Mr. Jaw explained the case of Chongqing University graduate student Wei Xingyan, a 28-year-old Falun Gong practitioner. Because she was suspected to have been involved in arranging balloons and banners containing positive messages about Falun Gong on campus around the time of World Falun Dafa Day, she was abducted on campus on May the 11th 2003. In the evening of May the 13th, at the Shabaping District Baihelin Detention Centre, a policeman raped her in public. After this case was revealed on the internet, Chongqing University claimed that Wei was not its student and it didn't have courses in the academic subject Wei was studying. At the same time, the university authorities removed the information of that academic subject from its website. After a thorough investigation and internet search, WOIPFG concluded that Chongqing University does indeed have courses in this subject.
Zhao Ming said that 2003 was the 10th anniversary of his graduation from Tsinghua University. Alumni attending Tsinghua that same year can sign an album on Tsinghua's website. However, when he tried to sign up, his name was blocked. Zhao Ming also said that Yuan Jiang, another alumnus of Tsinghua University, had been persecuted to death. It was said that the President of Tsinghua University was asked about this by alumni on a public occasion when he was visiting the U.S. The President denied the fact that Yuan Jiang was a graduate of Tsinghua University. Though this information has not been confirmed, from his personal experience of being barred from signing an alumni album, Zhao Ming speculated that it was very possible that the university authorities would deny Yuan Jiang was a graduate in order to shirk their responsibility.
Australian human rights and criminal law attorney Christopher Nyst, one of the lawyers who is representing Falun Gong practitioner Zhang Cuiying in her lawsuit against the Jiang regime, also gave a speech during the seminar. He believes that one important aspect in human rights education is to encourage young people to practise those human rights.
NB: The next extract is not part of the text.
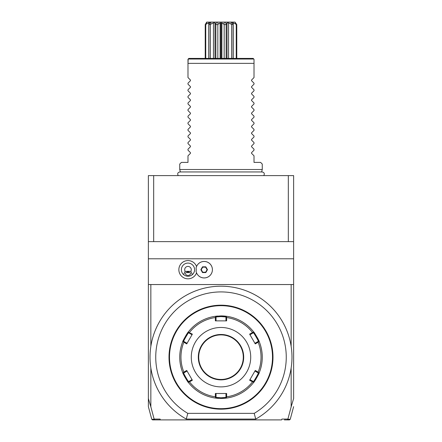 <?xml version="1.0" encoding="UTF-8"?>
<svg xmlns="http://www.w3.org/2000/svg" width="442" height="442" viewBox="0 0 442 442"><rect width="100%" height="100%" fill="white"/><g stroke="black" fill="none" stroke-linecap="round" stroke-linejoin="round"><path stroke-width="0.66" d="M148.374 241.63L148.374 175.607L293.626 175.607L293.626 258.785L148.374 258.785L148.374 241.63L153.678 241.63L153.678 175.607M291.151 406.817L293.626 398.529L293.626 284.549L291.151 284.549L291.151 346.384A70.974 70.974 0 0 1 291.151 367.971L291.151 406.817L287.836 419.276L290.245 419.287L289.449 419.9L284.35 419.9M287.836 419.276L287.096 419.9M287.869 419.077L281.913 419.077L281.609 419.9L160.391 419.9L160.087 419.077L154.131 419.077L154.904 419.9L160.391 419.9L152.551 419.9L151.755 419.287L148.374 406.662M148.374 398.723L148.374 406.242L148.374 398.529L150.849 406.817L150.849 367.971A70.974 70.974 0 0 1 150.849 346.384L150.849 284.549L148.374 284.549L148.374 258.785M150.849 406.817L154.131 419.077M255.73 419.077A70.974 70.974 0 0 0 275.559 311.776A70.974 70.974 0 0 0 166.441 311.776A70.974 70.974 0 0 0 186.27 419.077L255.73 419.077L254.205 413.358A65.261 65.261 0 0 0 270.847 315.058A65.261 65.261 0 0 0 171.153 315.058A65.261 65.261 0 0 0 187.795 413.358L254.205 413.358M291.151 346.384A70.974 70.974 0 0 0 150.849 346.384M186.27 419.077L187.795 413.358M222.983 305.218L223.459 305.24M224.293 305.284L224.785 305.323M225.188 305.35L225.486 305.378L225.127 305.704M221 305.184L221 305.184A51.996 51.996 0 0 1 272.996 357.175A51.996 51.996 0 0 1 221 409.17L221 409.17A51.996 51.996 0 0 1 169.004 357.175A51.996 51.996 0 0 1 221 305.184M222.359 409.154L225.486 408.977L225.127 408.646M224.486 409.054L223.464 409.11M272.996 356.904L272.99 356.628M272.99 356.357L272.985 356.081M272.941 354.849L272.802 352.694L272.471 353.048M272.902 354.092L272.929 354.539M272.941 359.506L272.913 360.092M272.471 361.302L272.802 361.661L272.929 359.744M219.641 305.201L216.514 305.378L216.873 305.704M217.514 305.3L218.536 305.24M219.017 409.132L218.541 409.115M217.707 409.065L216.917 409.01M216.812 409.005L216.514 408.977L216.873 408.646M169.004 357.445L169.01 357.722M169.01 357.998L169.015 358.274M169.059 359.506L169.198 361.661L169.529 361.302M169.098 360.258L169.071 359.816M169.059 354.849L169.087 354.263M169.529 353.048L169.198 352.694L169.071 354.606M221 408.673A51.499 51.499 0 0 1 169.501 357.175A51.499 51.499 0 0 1 221 305.676A51.499 51.499 0 0 1 272.499 357.175A51.499 51.499 0 0 1 221 408.673M259.244 372.678A41.266 41.266 0 0 0 259.244 372.672C259.83 372.523 253.697 383.137 253.542 382.551A41.266 41.266 0 0 0 253.548 382.545A41.266 41.266 0 0 1 226.702 398.049A41.266 41.266 0 0 0 226.702 398.049L221 398.441A41.266 41.266 0 0 0 221.315 398.441M221.63 398.435A41.266 41.266 0 0 0 221.95 398.43M222.265 398.424A41.266 41.266 0 0 0 222.58 398.413M222.608 398.413A41.266 41.266 0 0 0 224.044 398.33M224.343 398.308A41.266 41.266 0 0 0 226.569 398.065M253.631 382.435A41.266 41.266 0 0 0 256.078 378.91M258.57 374.252A41.266 41.266 0 0 0 259.139 372.938M226.564 316.29A41.266 41.266 0 0 0 221 315.908L226.702 316.306A41.266 41.266 0 0 0 226.696 316.306A41.266 41.266 0 0 1 253.542 331.804A41.266 41.266 0 0 0 253.542 331.804C253.708 331.229 259.835 341.848 259.244 341.683A41.266 41.266 0 0 0 259.244 341.672M259.194 341.55A41.266 41.266 0 0 0 258.57 340.113M258.471 339.892A41.266 41.266 0 0 0 257.36 337.666M254.575 333.185A41.266 41.266 0 0 0 253.719 332.03M259.244 341.683A41.266 41.266 0 0 1 259.244 372.672L258.774 372.833L258.15 372.114A40.04 40.04 0 0 0 258.15 342.235L258.774 341.517L259.244 341.683M226.702 398.049L226.326 397.717L226.635 396.822A40.04 40.04 0 0 0 252.515 381.877L253.448 382.059L253.542 382.551M225.95 397.391L221 397.783L221 398.441L215.298 398.043A41.266 41.266 0 0 1 188.458 382.551L188.552 382.059L189.485 381.877A40.04 40.04 0 0 0 215.364 396.822L215.359 393.49L226.641 393.49L225.95 393.49L225.95 397.391L226.326 397.717M221 397.783L216.05 397.391L216.05 393.49L215.359 393.49M188.452 382.545A41.266 41.266 0 0 0 188.458 382.551C188.292 383.126 182.165 372.507 182.756 372.672A41.266 41.266 0 0 1 182.756 341.683C182.165 341.848 188.292 331.229 188.458 331.804A41.266 41.266 0 0 1 215.298 316.306A41.266 41.266 0 0 0 215.298 316.306L221 315.908L221 316.571L225.95 316.958L226.702 316.306M217.679 316.047A41.266 41.266 0 0 0 215.425 316.29M188.458 331.804A41.266 41.266 0 0 0 188.452 331.809L188.552 332.29L192.369 334.135L192.027 334.732L188.646 332.782L188.552 332.29M188.369 331.914A41.266 41.266 0 0 0 187.425 333.185M187.286 333.378A41.266 41.266 0 0 0 185.916 335.45M183.43 340.113A41.266 41.266 0 0 0 182.861 341.417M182.756 341.672A41.266 41.266 0 0 0 182.756 341.683L183.226 341.517L183.85 342.235A40.04 40.04 0 0 0 183.85 372.114L183.226 372.833L182.756 372.672A41.266 41.266 0 0 0 182.756 372.678M182.806 372.805A41.266 41.266 0 0 0 183.43 374.241M183.529 374.462A41.266 41.266 0 0 0 184.64 376.689M187.425 381.17A41.266 41.266 0 0 0 188.281 382.324M215.298 398.049A41.266 41.266 0 0 0 215.304 398.049L215.674 397.717L215.364 396.822M215.331 398.049A41.266 41.266 0 0 0 218.525 398.369M215.298 316.306L215.674 316.632L215.364 317.533A40.04 40.04 0 0 0 189.485 332.472M253.542 331.804L253.448 332.29L252.515 332.472A40.04 40.04 0 0 0 226.635 317.533L226.641 320.864L215.359 320.864L216.05 320.864L216.05 316.958L215.674 316.632M216.05 316.958L221 316.571M226.635 317.533L226.326 316.632M258.15 342.235L255.266 343.904L249.631 334.135L249.973 334.732L253.354 332.782L253.448 332.29M253.354 332.782C253.559 332.29 258.841 341.439 258.305 341.357L258.774 341.517M252.515 381.877L249.631 380.214L255.266 370.451L254.923 371.042L258.305 372.998L258.774 372.833M258.305 372.998C258.835 372.921 253.553 382.07 253.354 381.573L253.448 382.059M249.631 380.214L249.973 379.623L253.354 381.573M226.641 393.49L226.635 396.822M221 386.888A29.713 29.713 0 0 0 250.713 357.175A29.713 29.713 0 0 0 221 327.467A29.713 29.713 0 0 0 191.287 357.175A29.713 29.713 0 0 0 221 386.888M249.631 334.135L252.515 332.472M255.266 370.451L258.15 372.114M216.05 397.391L215.674 397.717M183.85 372.114L186.734 370.451L192.369 380.214L192.027 379.623L188.646 381.573L188.552 382.059M188.646 381.573C188.441 382.065 183.159 372.915 183.695 372.998L183.226 372.833M192.369 334.135L186.734 343.904L187.077 343.307L183.695 341.357L183.226 341.517M183.695 341.357C183.159 341.439 188.441 332.29 188.646 332.782M215.359 320.864L215.364 317.533M192.369 380.214L189.485 381.877M186.734 343.904L183.85 342.235M225.95 316.958L225.95 320.864L226.641 320.864M221 379.457A22.282 22.282 0 0 0 243.282 357.175A22.282 22.282 0 0 0 221 334.892A22.282 22.282 0 0 0 198.718 357.175A22.282 22.282 0 0 0 221 379.457M183.695 372.998L187.077 371.042L186.734 370.451M258.305 341.357L254.923 343.307L255.266 343.904M148.374 398.529L148.374 284.549M154.164 419.276L151.755 419.287M288.322 175.607L288.322 241.63L153.678 241.63M288.322 241.63L293.626 241.63M293.626 284.549L293.626 258.785M291.151 284.549L150.849 284.549M196.546 266.515A9.133 9.133 0 0 0 178.855 269.692A9.133 9.133 0 0 0 196.546 272.874M196.077 271.344A8.254 8.254 0 0 0 212.414 269.692A8.254 8.254 0 0 0 196.077 268.045L196.071 268.073A8.254 8.254 0 0 1 208.751 262.835A8.254 8.254 0 0 1 208.751 276.554A8.254 8.254 0 0 1 196.071 271.316L196.077 271.344M196.071 271.316A8.243 8.243 0 0 0 196.071 268.073M185.126 271.344L183.618 274.648A6.602 6.602 0 0 1 187.988 263.089A6.602 6.602 0 0 1 192.353 274.648L190.845 271.344A3.304 3.304 0 0 0 185.867 267.167A3.304 3.304 0 0 0 185.126 271.344L190.845 271.344M183.618 274.648C186.53 276.825 189.441 276.825 192.353 274.648M187.988 275.427A2.475 1.751 0 0 1 185.513 273.681A2.475 1.751 0 0 1 187.988 271.929A2.475 1.751 0 0 1 190.463 273.681A2.475 1.751 0 0 1 187.988 275.427M186.568 272.244L187.988 272.78L189.408 272.244M205.817 272.559L207.469 269.692L205.817 266.83L202.508 266.83L200.856 269.692L202.508 272.559L205.817 272.559L205.629 272.228L207.088 269.692L205.629 267.161L202.701 267.161L201.237 269.692L202.701 272.228L205.629 272.228M207.469 269.692L207.088 269.692M202.508 272.559L202.701 272.228M200.856 269.692L201.237 269.692M202.508 266.83L202.701 267.161M205.817 266.83L205.629 267.161M180.413 172.032L179.734 169.501L262.266 169.501L262.266 164.054L260.614 162.402L254.012 162.402L254.012 155.805L251.553 153.346L251.553 152.645L254.012 150.186L254.012 149.203L251.553 146.744L251.553 146.042L254.012 143.584L254.012 142.6L251.553 140.142L251.553 139.44L254.012 136.981L254.012 135.998L251.553 133.539L251.553 132.838L254.012 130.379L254.012 129.39L251.553 126.937L251.553 126.235L254.012 123.777L254.012 122.788L251.553 120.335L251.553 119.633L254.012 117.174L254.012 116.185L251.553 113.732L251.553 113.03L254.012 110.572L254.012 109.583L251.553 107.13L251.553 106.428L254.012 103.969L254.012 102.98L251.553 100.522L251.553 99.826L254.012 97.367L254.012 96.378L251.553 93.919L251.553 93.223L254.012 90.765L254.012 89.776L251.553 87.317L251.553 86.621L254.012 84.162L254.012 83.173L251.553 80.715L251.553 80.019L254.012 77.56L254.012 59.239L253.189 58.416L253.796 59.024L188.204 59.024L187.988 63.366L187.988 59.239M179.734 169.501L179.734 164.054L181.386 162.402L187.988 162.402L187.988 155.805L190.447 153.346L190.447 152.645L187.988 150.186L187.988 149.203L190.447 146.744L190.447 146.042L187.988 143.584L187.988 142.6L190.447 140.142L190.447 139.44L187.988 136.981L187.988 135.998L190.447 133.539L190.447 132.838L187.988 130.379L187.988 129.39L190.447 126.937L190.447 126.235L187.988 123.777L187.988 122.788L190.447 120.335L190.447 119.633L187.988 117.174L187.988 116.185L190.447 113.732L190.447 113.03L187.988 110.572L187.988 109.583L190.447 107.13L190.447 106.428L187.988 103.969L187.988 102.98L190.447 100.522L190.447 99.826L187.988 97.367L187.988 96.378L190.447 93.919L190.447 93.223L187.988 90.765L187.988 89.776L190.447 87.317L190.447 86.621L187.988 84.162L187.988 83.173L190.447 80.715L190.447 80.019L187.988 77.56L187.988 63.366L254.012 63.366L254.012 59.239M188.811 58.416L188.204 59.024L188.811 58.416L253.189 58.416M205.221 58.416L205.221 24.575L206.723 22.1L235.039 22.1L235.984 24.238L236.779 24.575L236.779 58.416M236.779 24.575L235.039 22.1M236.249 24.575L236.249 58.416M235.984 24.238L233.21 22.873L233.21 58.416M233.21 22.873L232.326 22.873L233.089 24.238L231.685 22.1M231.039 22.1L231.321 24.238L233.083 24.575L233.083 58.416M233.083 24.575L233.089 24.238L233.083 24.575M231.63 24.575L231.63 58.416M231.321 24.238L228.564 22.873L228.564 58.416M227.028 22.956L227.028 58.416L227.028 22.873L226.31 24.238L225.232 22.1M228.564 22.873L227.028 22.873M224.354 22.1L223.895 24.238L224.166 24.575L226.149 24.575L226.149 58.416M226.149 24.575L226.31 24.238M224.166 24.575L224.166 58.416M223.895 24.238L221.884 22.873L221.884 58.416M221.083 58.416L221.083 23.006L221.884 22.873M220.917 58.416L220.917 23.006L220.116 22.873L220.116 58.416M216.768 22.1L215.69 24.238L215.851 24.575L217.834 24.575L217.834 58.416M217.834 24.575L218.105 24.238L217.646 22.1M220.116 22.873L218.105 24.238M215.851 24.575L215.851 58.416M214.972 22.956L214.972 58.416L214.972 22.873L213.436 22.873L213.436 58.416M215.69 24.238L214.972 22.873M210.315 22.1L208.911 24.238L208.917 24.575L210.37 24.575L210.37 58.416M210.37 24.575L210.961 22.1M213.436 22.873L210.679 24.238M208.79 58.416L208.79 22.873L209.674 22.873L208.911 24.238L208.917 58.416M205.221 24.575L205.751 24.575L205.751 58.416M205.751 24.575L206.961 22.1M208.79 22.873L206.016 24.238M221 334.478A22.697 22.697 0 0 0 198.303 357.175A22.697 22.697 0 0 0 221 379.871A22.697 22.697 0 0 0 243.697 357.175A22.697 22.697 0 0 0 221 334.478M290.245 419.287L293.626 406.662M263.747 175.607C264.819 173.712 264.299 172.49 262.189 171.944L179.811 171.944C177.701 172.49 177.181 173.712 178.253 175.607M261.587 172.032L262.266 169.501M233.089 58.416L233.089 24.277M208.911 58.416L208.911 24.277"/></g></svg>

As one important mission of his Geneva trip, Attorney Nyst will submit a claim to the UNHRC against the Jiang regime for persecuting Zhang Cuiying.
After the seminar, people talked with practitioners to learn more about the persecution |
After the seminar, many people stayed to learn more about Falun Gong and Jiang's persecution. Many of them had long conversations with practitioners. They also expressed that as citizens of western democratic nations, they could not understand how a totalitarian regime can persecute its own people so extensively and profoundly.
During the seminar, representatives of two so-called NGOs from Mainland China sat in and took notes. All the Chinese NGOs attending the annual meeting of the UNHRC are supported by the Chinese Government, and their speeches on different occasions have shown that they conform to the policies of the Chinese Government. This fact conflicts with the NGOs' UN-recognised function of monitoring governments, and has upset many governments and NGOs. They call these NGOs from China, "Government NGOs". Practitioners were planning to talk with these two representatives of the Chinese "Government's NGOs" and explain the truth of the persecution of Falun Gong. However, the officials quickly departed right after the host announced the end of the meeting. Falun Gong practitioners later said that they hoped these representatives from China could have a better understanding on the extent and depth of the Jiang regime's persecution of Falun Gong. Practitioners also hope all the Chinese governmental officials and NGO members, through contact with foreign human rights institutes and Falun Gong practitioners, could learn the truth of Falun Gong and no longer act as accomplices of the Jiang regime.